PROBLEM TO SOLVE:
Each record that follows is to be transcribed exactly, excluding its images.

■ ■ ■ ■ ■

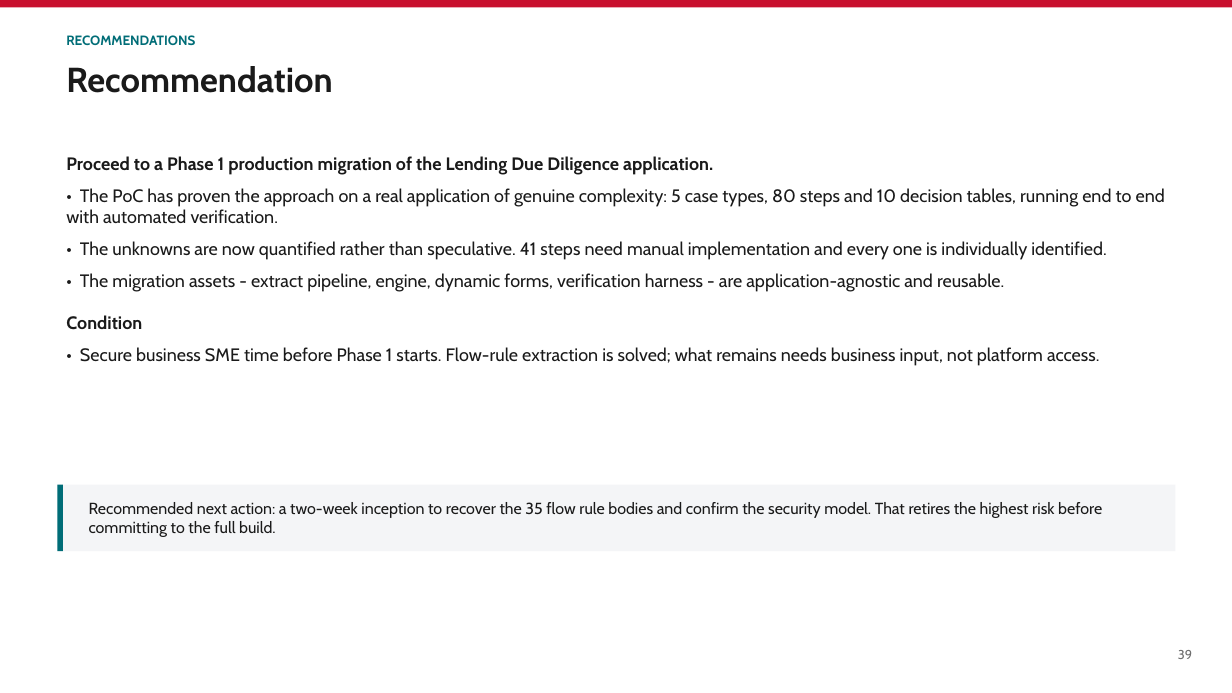
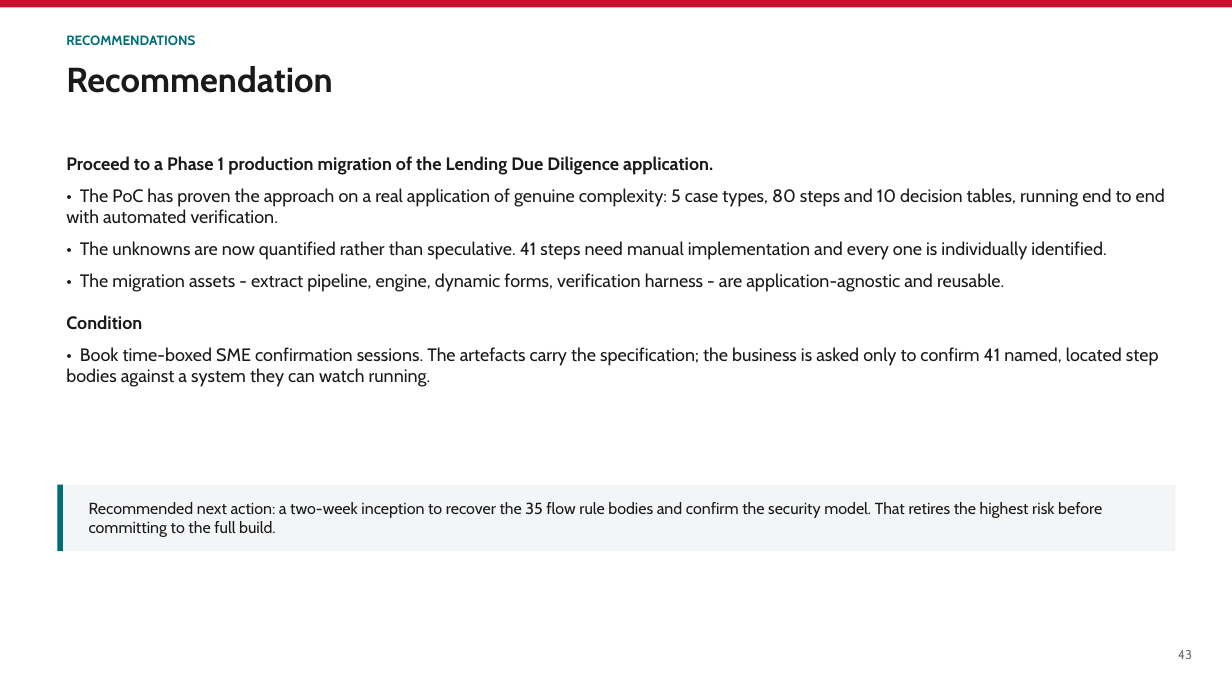
Before and after one commit to parclarke/LDD, a slide deck: slide 43 of lending-due-diligence-app/docs/Pega-to-PowerPlatform-Migration-PoC.pptx (slide 39 before the commit). Drawn at 1232x693 pixels with LibreOffice and Linux fonts; fonts in the diff are those of the drawing. Boxes give left, top, right and bottom in pixels: in the first picture for what was removed or moved away, otherwise in the second. Text is boxed around its words. In the diff, an @@ line names an element or a change of style, - is before the commit and + after.

```diff
--- a/lending-due-diligence-app/docs/Pega-to-PowerPlatform-Migration-PoC.pptx
+++ b/lending-due-diligence-app/docs/Pega-to-PowerPlatform-Migration-PoC.pptx
@@ text at (x1=66, y1=347, x2=1159, y2=387): text changed @@
-• Secure business SME time before Phase 1 starts. Flow-rule extraction is solved; what remains needs business input, not platform access.
+• Book time-boxed SME confirmation sessions. The artefacts carry the specification; the business is asked only to confirm 41 named, located step bodies against a system they can watch running.
@@ text at (x1=1178, y1=650, x2=1192, y2=659): text changed @@
-39
+43
```
Also in this commit, not shown: 46 other slides changed, 4 slides added, 3 other files.

■ ■ ■ ■ ■

ANSWER TO THE EXERCISE:
Before and after one commit to parclarke/LDD, a slide deck: slide 43 of lending-due-diligence-app/docs/Pega-to-PowerPlatform-Migration-PoC.pptx (slide 39 before the commit). Drawn at 1232x693 pixels with LibreOffice and Linux fonts; fonts in the diff are those of the drawing. Boxes give left, top, right and bottom in pixels: in the first picture for what was removed or moved away, otherwise in the second. Text is boxed around its words. In the diff, an @@ line names an element or a change of style, - is before the commit and + after.

```diff
--- a/lending-due-diligence-app/docs/Pega-to-PowerPlatform-Migration-PoC.pptx
+++ b/lending-due-diligence-app/docs/Pega-to-PowerPlatform-Migration-PoC.pptx
@@ text at (x1=66, y1=347, x2=1159, y2=387): text changed @@
-• Secure business SME time before Phase 1 starts. Flow-rule extraction is solved; what remains needs business input, not platform access.
+• Book time-boxed SME confirmation sessions. The artefacts carry the specification; the business is asked only to confirm 41 named, located step bodies against a system they can watch running.
@@ text at (x1=1178, y1=650, x2=1192, y2=659): text changed @@
-39
+43
```
Also in this commit, not shown: 46 other slides changed, 4 slides added, 3 other files.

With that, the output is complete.